Omicidio Tamim, il magnate egiziano sarà impiccato
21 Maggio 2009
di Redazione
È stato condannato a morte stamane dalla Corte d’Assise del Cairo l’imprenditore edile e parlamentare egiziano Hisham Talaat Mustafa, riconosciuto colpevole di aver pagato due milioni di dollari a un ex agente della sicurezza, Mohsen el Sukkari – anch’egli condannato a morte – per l’uccisione della cantante libanese Suzanne Tamim, avvenuta a Dubai il 28 luglio 2008. Anche il killer, autore materiale dell’omicidio, verrà impiccato.
Alla lettura della sentenza di condanna a morte dell’imprenditore e parlamentare Mustafa e dell’ex agente di sicurezza Sukkari che uccise per suo conto la cantante libanese Suzanne Tamim ci sono stati momenti di tensione: il fratello dell’imprenditore, Tarek, ha aggredito fotografi e operatori che inquadravano gli imputati e ha rotto alcune macchine fotografiche e telecamere. Il padre di Sukkari, il generale Mounir el Sukkari è crollato in un pianto dirotto e poi è svenuto cadendo a terra.
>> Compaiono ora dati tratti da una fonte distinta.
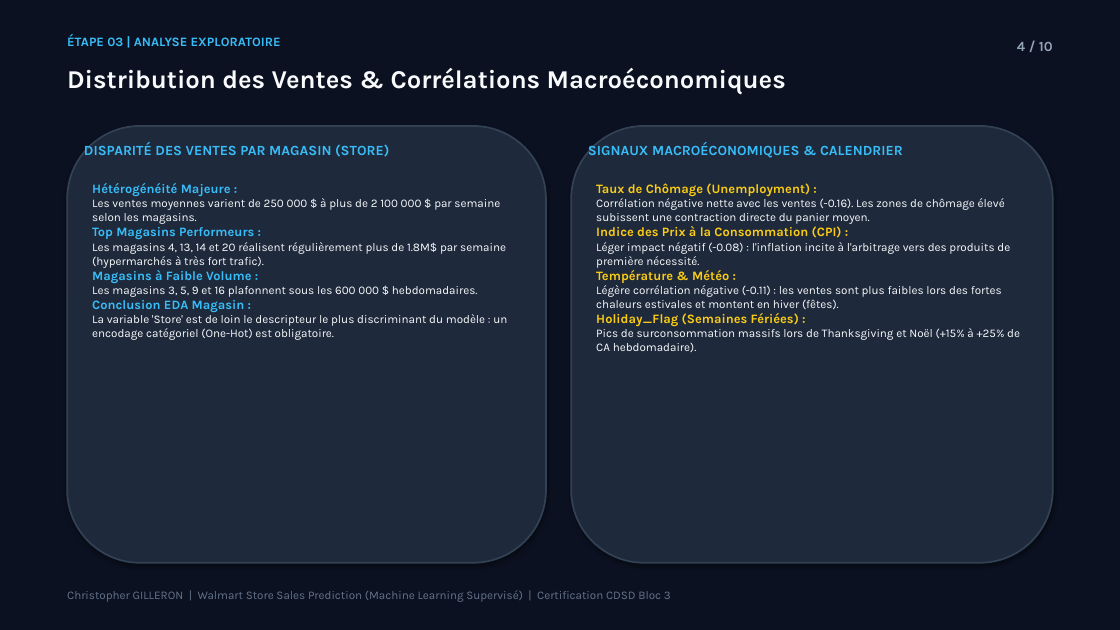
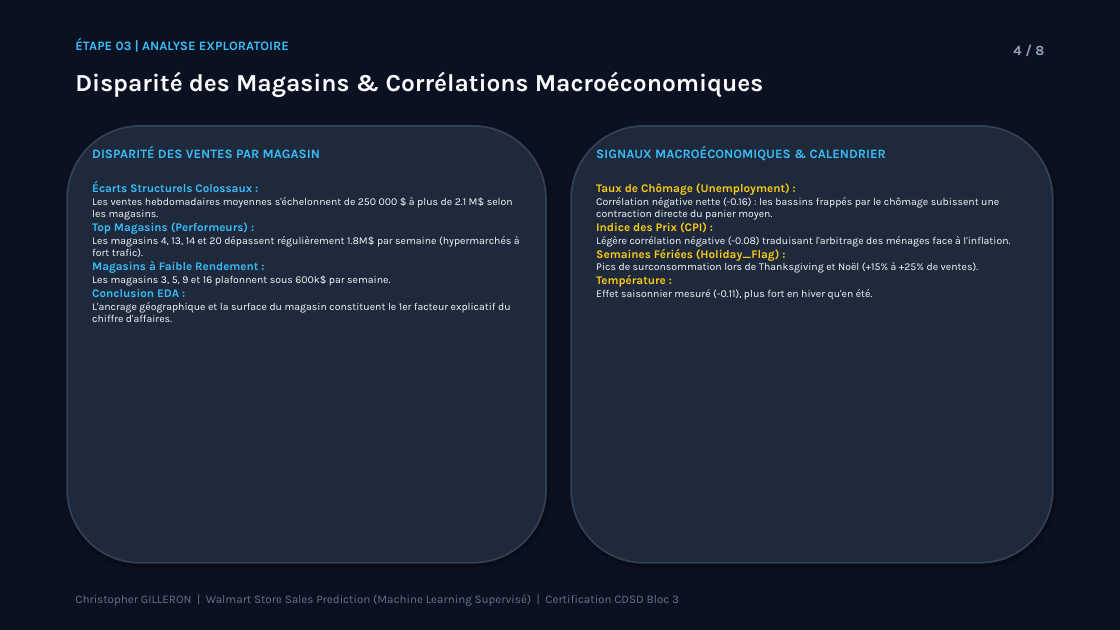
Before and after one commit to Elkristobal59/CERTIFICATION_CDSD, a slide deck: slide 4 of Bloc_3_Machine_Learning/Walmart/Walmart_presentation.pptx. Drawn at 1120x630 pixels with LibreOffice and Linux fonts; fonts in the diff are those of the drawing. Boxes give left, top, right and bottom in pixels: in the first picture for what was removed or moved away, otherwise in the second. Text is boxed around its words. In the diff, an @@ line names an element or a change of style, - is before the commit and + after.

Commit message:
feat(certif): calibrage strict a 8 slides max (format oral 5 min) pour Steam, Walmart et North Face

```diff
--- a/Bloc_3_Machine_Learning/Walmart/Walmart_presentation.pptx
+++ b/Bloc_3_Machine_Learning/Walmart/Walmart_presentation.pptx
@@ text "ÉTAPE 03 | ANALYSE EXPLORATOIRE": place and size @@
-text "ÉTAPE 03 | ANALYSE EXPLORATOIRE" at bbox=[67, 34, 281, 46]
+text "ÉTAPE 03 | ANALYSE EXPLORATOIRE" at bbox=[75, 38, 289, 50]
@@ text at bbox=[1013, 46, 1044, 55]: text changed @@
-4 / 10
+4 / 8
@@ text at bbox=[75, 72, 764, 97]: text changed; size 22 to 21 pt @@
-Distribution des Ventes & Corrélations Macroéconomiques
+Disparité des Magasins & Corrélations Macroéconomiques
@@ text at bbox=[92, 146, 320, 158]: text changed; size 12 to 11 pt @@
-DISPARITÉ DES VENTES PAR MAGASIN (STORE)
+DISPARITÉ DES VENTES PAR MAGASIN
@@ text "SIGNAUX MACROÉCONOMIQUES & CALENDRIER" at bbox=[596, 146, 886, 161]: size 12 to 11 pt @@
@@ text at bbox=[92, 181, 520, 322]: text changed; size 10 to 9 pt @@
-Hétérogénéité Majeure :
-Les ventes moyennes varient de 250 000 $ à plus de 2 100 000 $ par semaine selon les magasins.
-Top Magasins Performeurs :
-Les magasins 4, 13, 14 et 20 réalisent régulièrement plus de 1.8M$ par semaine (hypermarchés à très fort trafic).
-Magasins à Faible Volume :
-Les magasins 3, 5, 9 et 16 plafonnent sous les 600 000 $ hebdomadaires.
-Conclusion EDA Magasin :
-La variable 'Store' est de loin le descripteur le plus discriminant du modèle : un encodage catégoriel (One-Hot) est obligatoire.
+Écarts Structurels Colossaux :
+Les ventes hebdomadaires moyennes s'échelonnent de 250 000 $ à plus de 2.1 M$ selon les magasins.
+Top Magasins (Performeurs) :
+Les magasins 4, 13, 14 et 20 dépassent régulièrement 1.8M$ par semaine (hypermarchés à fort trafic).
+Magasins à Faible Rendement :
+Les magasins 3, 5, 9 et 16 plafonnent sous 600k$ par semaine.
+Conclusion EDA :
+L'ancrage géographique et la surface du magasin constituent le 1er facteur explicatif du chiffre d'affaires.
@@ text at bbox=[596, 197, 1010, 300]: text changed; size 10 to 9 pt @@
-Corrélation négative nette avec les ventes (-0.16). Les zones de chômage élevé subissent une contraction directe du panier moyen.
-Indice des Prix à la Consommation (CPI) :
-Léger impact négatif (-0.08) : l'inflation incite à l'arbitrage vers des produits de première nécessité.
-Température & Météo :
-Légère corrélation négative (-0.11) : les ventes sont plus faibles lors des fortes chaleurs estivales et montent en hiver (fêtes).
-Holiday_Flag (Semaines Fériées) :
-Pics de surconsommation massifs lors de Thanksgiving et Noël (+15% à +25% de CA hebdomadaire).
+Corrélation négative nette (-0.16) : les bassins frappés par le chômage subissent une contraction directe du panier moyen.
+Indice des Prix (CPI) :
+Légère corrélation négative (-0.08) traduisant l'arbitrage des ménages face à l'inflation.
+Semaines Fériées (Holiday_Flag) :
+Pics de surconsommation lors de Thanksgiving et Noël (+15% à +25% de ventes).
+Température :
+Effet saisonnier mesuré (-0.11), plus fort en hiver qu'en été.
@@ text at bbox=[596, 183, 790, 195]: size 11 to 10 pt in "Taux de Chômage (Unemployment) :" @@
@@ text "Christopher GILLERON | Walmart Store ...": place and size @@
-text "Christopher GILLERON | Walmart Store ..." at bbox=[67, 590, 671, 602]
+text "Christopher GILLERON | Walmart Store ..." at bbox=[75, 594, 679, 606]
```
Also in this commit, not shown: 4 other slides changed, 3 slides added, 5 slides removed, 2 other files.

All’esterno dell’edificio – nel centrale quartiere di Abdeen – si sono avuti piccoli scontri tra sostenitori di Mustafa ed agenti di polizia che impedivano loro di entrare. Leggendo la sentenza, il presidente della corte ha comunicato che la sentenza definitiva (con le motivazioni) sarà resa pubblica il 25 giugno, quando il Gran Muftì d’Egitto la ratificherà, secondo le procedure che prevedono questo pronunciamento perchè la decisione della magistratura sia resa formalmente valida.
Il processo ai responsabili dell’omicidio della Tamim ha catalizzato l’attenzione dei media arabi perché il magnate egiziano è considerato vicino a Jamal Mubarak, figlio del presidente egiziano Hosni Mubarak e leader del partito al governo.